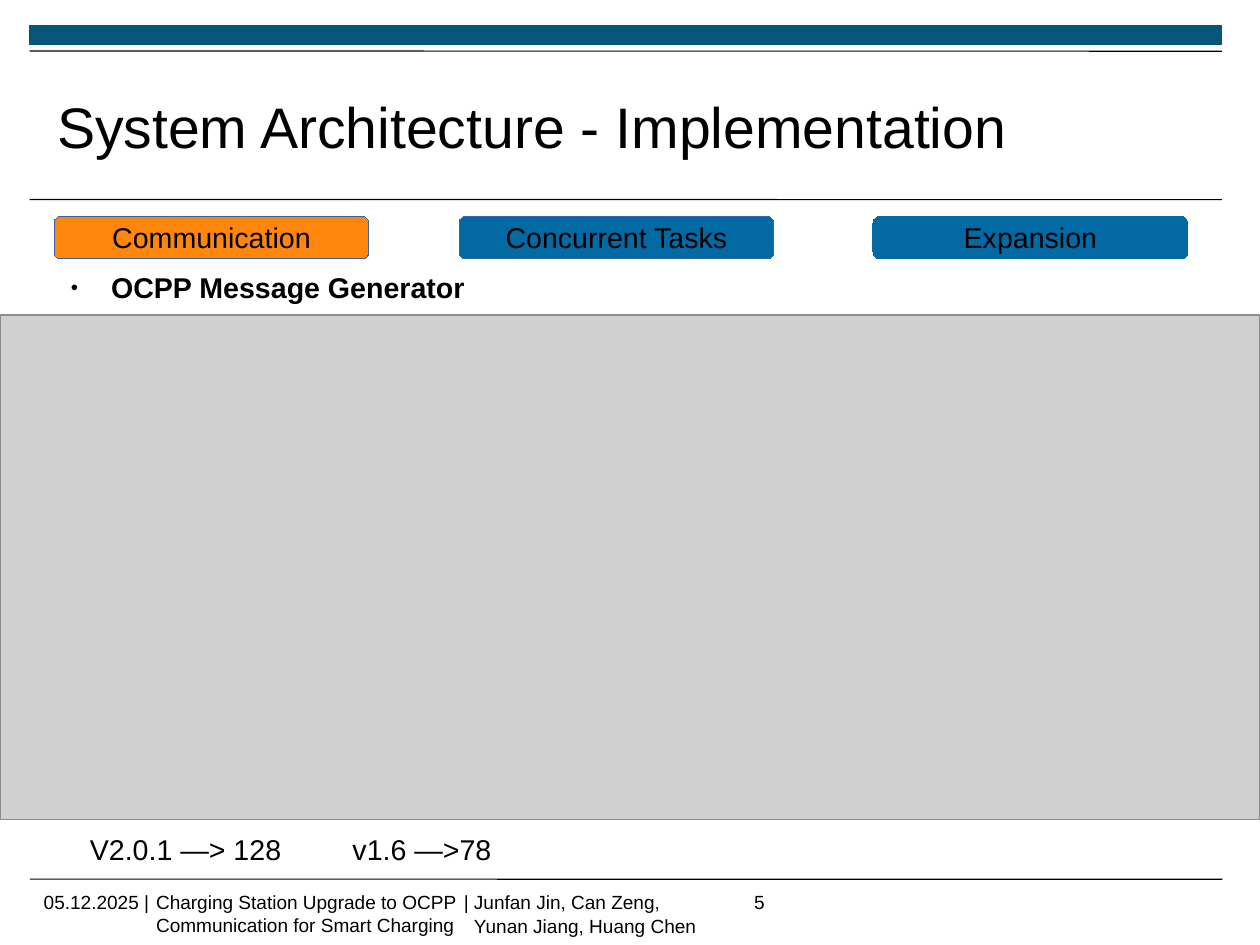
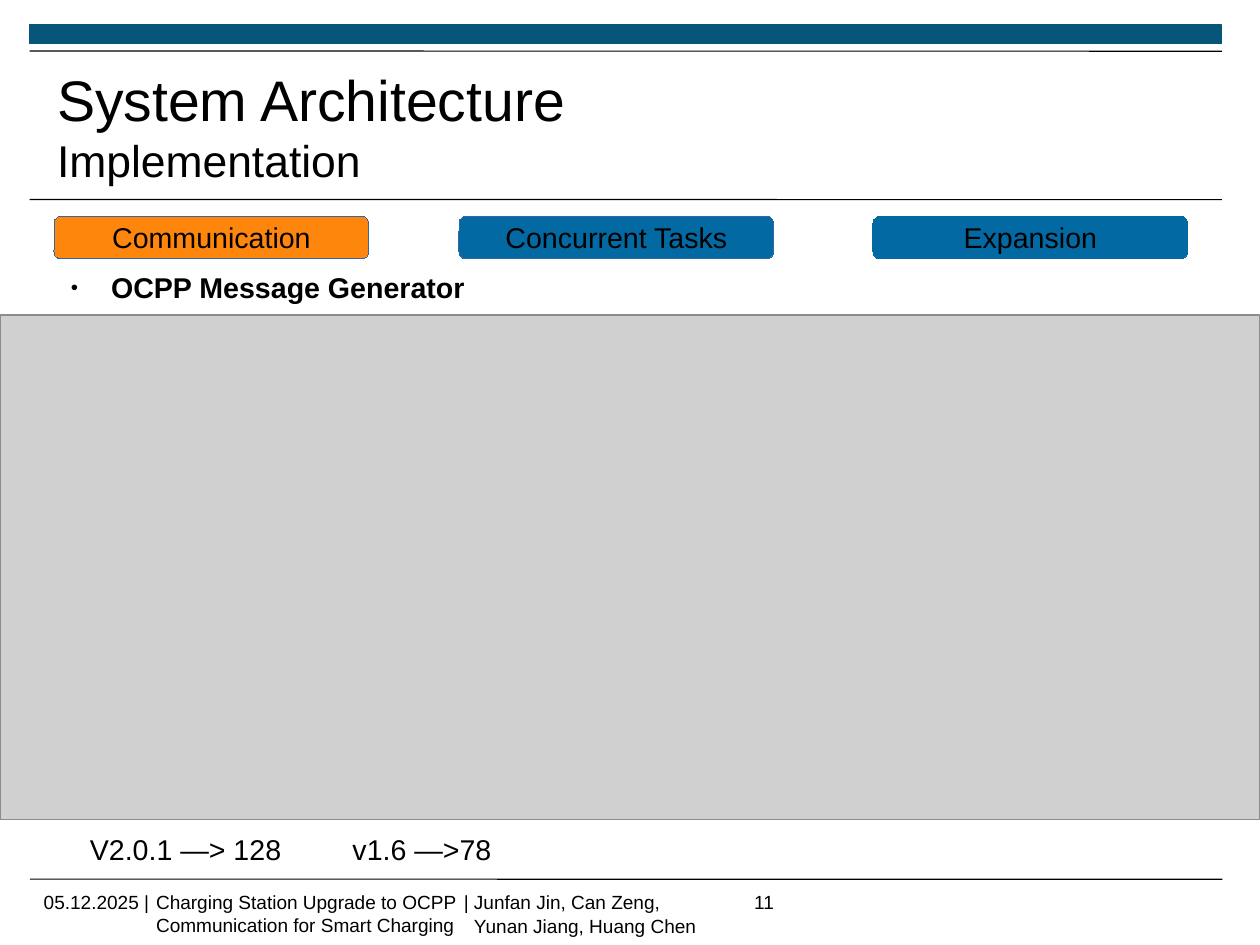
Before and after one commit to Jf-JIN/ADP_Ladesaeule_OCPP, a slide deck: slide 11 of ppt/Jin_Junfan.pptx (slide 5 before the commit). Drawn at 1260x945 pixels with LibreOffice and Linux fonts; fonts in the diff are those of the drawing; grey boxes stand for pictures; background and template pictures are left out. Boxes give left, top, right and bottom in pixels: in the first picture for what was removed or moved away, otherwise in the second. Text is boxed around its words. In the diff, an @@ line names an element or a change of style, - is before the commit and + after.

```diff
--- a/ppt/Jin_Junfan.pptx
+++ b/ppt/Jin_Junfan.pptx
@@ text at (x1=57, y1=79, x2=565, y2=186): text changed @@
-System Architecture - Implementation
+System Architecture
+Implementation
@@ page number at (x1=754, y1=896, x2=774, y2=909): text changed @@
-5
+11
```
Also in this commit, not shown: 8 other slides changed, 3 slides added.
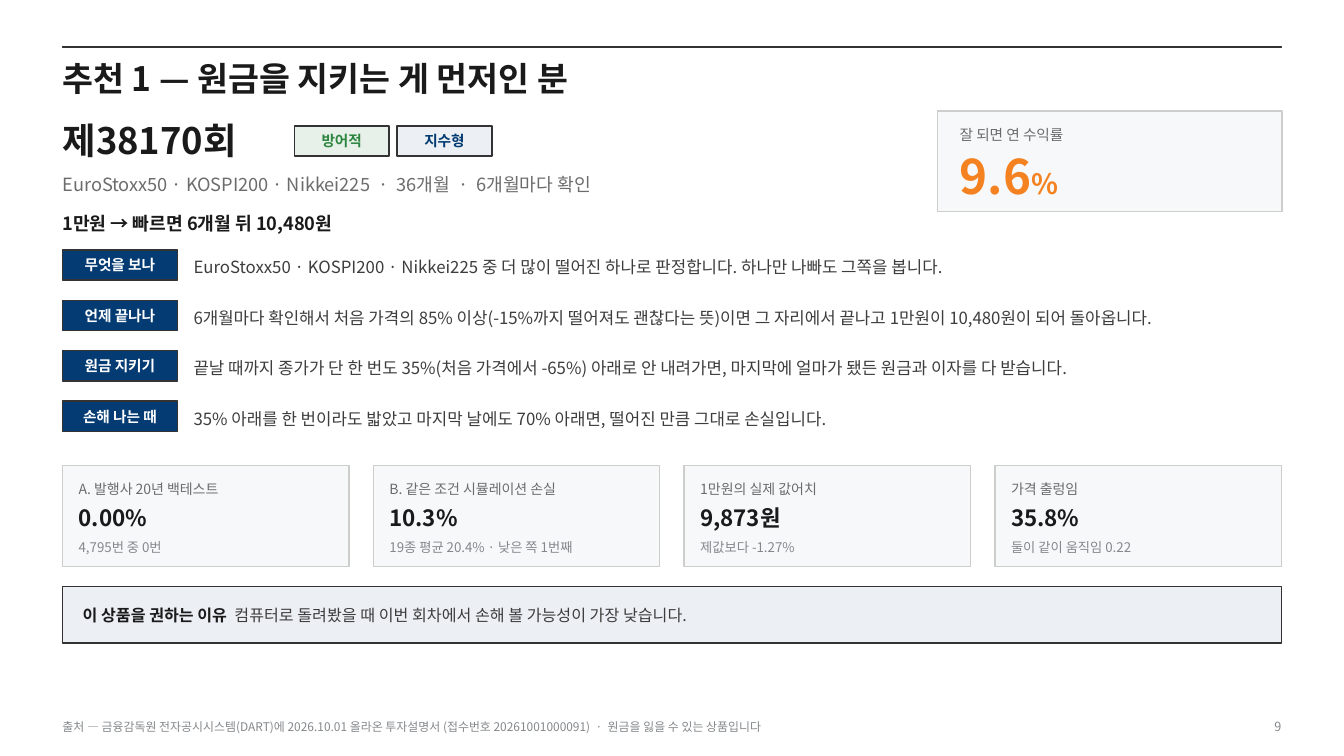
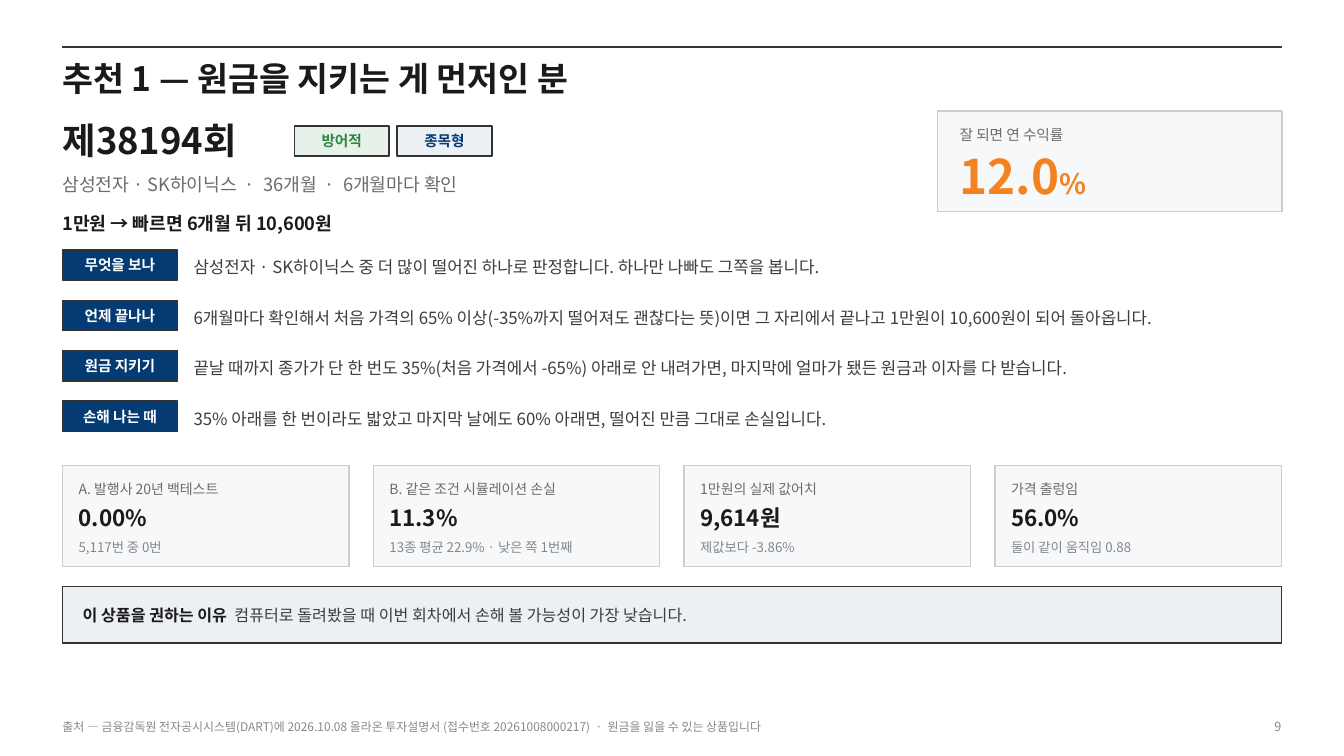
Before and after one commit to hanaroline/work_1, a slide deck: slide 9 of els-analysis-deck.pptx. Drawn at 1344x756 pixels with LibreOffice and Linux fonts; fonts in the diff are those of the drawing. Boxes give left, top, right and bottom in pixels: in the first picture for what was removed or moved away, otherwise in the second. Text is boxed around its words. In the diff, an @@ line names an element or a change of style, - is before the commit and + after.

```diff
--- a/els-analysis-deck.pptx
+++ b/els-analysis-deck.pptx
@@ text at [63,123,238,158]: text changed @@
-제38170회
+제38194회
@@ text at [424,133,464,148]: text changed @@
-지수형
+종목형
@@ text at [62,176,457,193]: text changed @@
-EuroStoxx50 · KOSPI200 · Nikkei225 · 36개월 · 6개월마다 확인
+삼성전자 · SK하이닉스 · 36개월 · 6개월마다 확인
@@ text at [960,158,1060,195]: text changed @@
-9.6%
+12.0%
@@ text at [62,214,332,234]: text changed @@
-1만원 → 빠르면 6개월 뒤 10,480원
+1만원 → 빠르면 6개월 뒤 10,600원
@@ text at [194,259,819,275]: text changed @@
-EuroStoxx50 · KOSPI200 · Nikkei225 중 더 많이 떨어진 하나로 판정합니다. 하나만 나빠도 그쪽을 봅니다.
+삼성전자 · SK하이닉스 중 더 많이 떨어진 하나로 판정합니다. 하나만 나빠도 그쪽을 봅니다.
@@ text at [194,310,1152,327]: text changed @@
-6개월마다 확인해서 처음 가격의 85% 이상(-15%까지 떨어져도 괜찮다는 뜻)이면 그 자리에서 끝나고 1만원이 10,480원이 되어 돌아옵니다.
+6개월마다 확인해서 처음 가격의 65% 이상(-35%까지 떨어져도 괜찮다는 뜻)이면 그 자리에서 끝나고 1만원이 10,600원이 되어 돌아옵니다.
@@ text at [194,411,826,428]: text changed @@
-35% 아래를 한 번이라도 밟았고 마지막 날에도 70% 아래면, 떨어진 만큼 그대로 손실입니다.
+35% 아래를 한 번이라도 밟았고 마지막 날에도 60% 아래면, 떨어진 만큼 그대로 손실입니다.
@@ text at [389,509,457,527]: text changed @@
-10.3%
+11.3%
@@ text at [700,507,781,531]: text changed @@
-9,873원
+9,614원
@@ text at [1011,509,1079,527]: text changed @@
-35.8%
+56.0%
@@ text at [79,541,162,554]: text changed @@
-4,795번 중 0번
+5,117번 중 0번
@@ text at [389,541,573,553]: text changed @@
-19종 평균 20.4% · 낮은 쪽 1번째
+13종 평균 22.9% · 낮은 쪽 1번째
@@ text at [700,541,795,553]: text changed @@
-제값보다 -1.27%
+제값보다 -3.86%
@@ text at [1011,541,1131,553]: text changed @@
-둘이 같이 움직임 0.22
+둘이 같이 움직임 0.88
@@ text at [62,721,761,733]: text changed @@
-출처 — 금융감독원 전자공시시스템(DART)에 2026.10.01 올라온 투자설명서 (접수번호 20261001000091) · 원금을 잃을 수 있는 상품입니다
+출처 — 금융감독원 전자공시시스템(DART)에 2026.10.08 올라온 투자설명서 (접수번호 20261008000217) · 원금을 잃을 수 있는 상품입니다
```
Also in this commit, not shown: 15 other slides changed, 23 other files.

================

- _TASK STATEMENT_
Check the entries above for the word "Also" and copy every line where it turns up.

- _RESULT_
Also in this commit, not shown: 8 other slides changed, 3 slides added.
Also in this commit, not shown: 15 other slides changed, 23 other files.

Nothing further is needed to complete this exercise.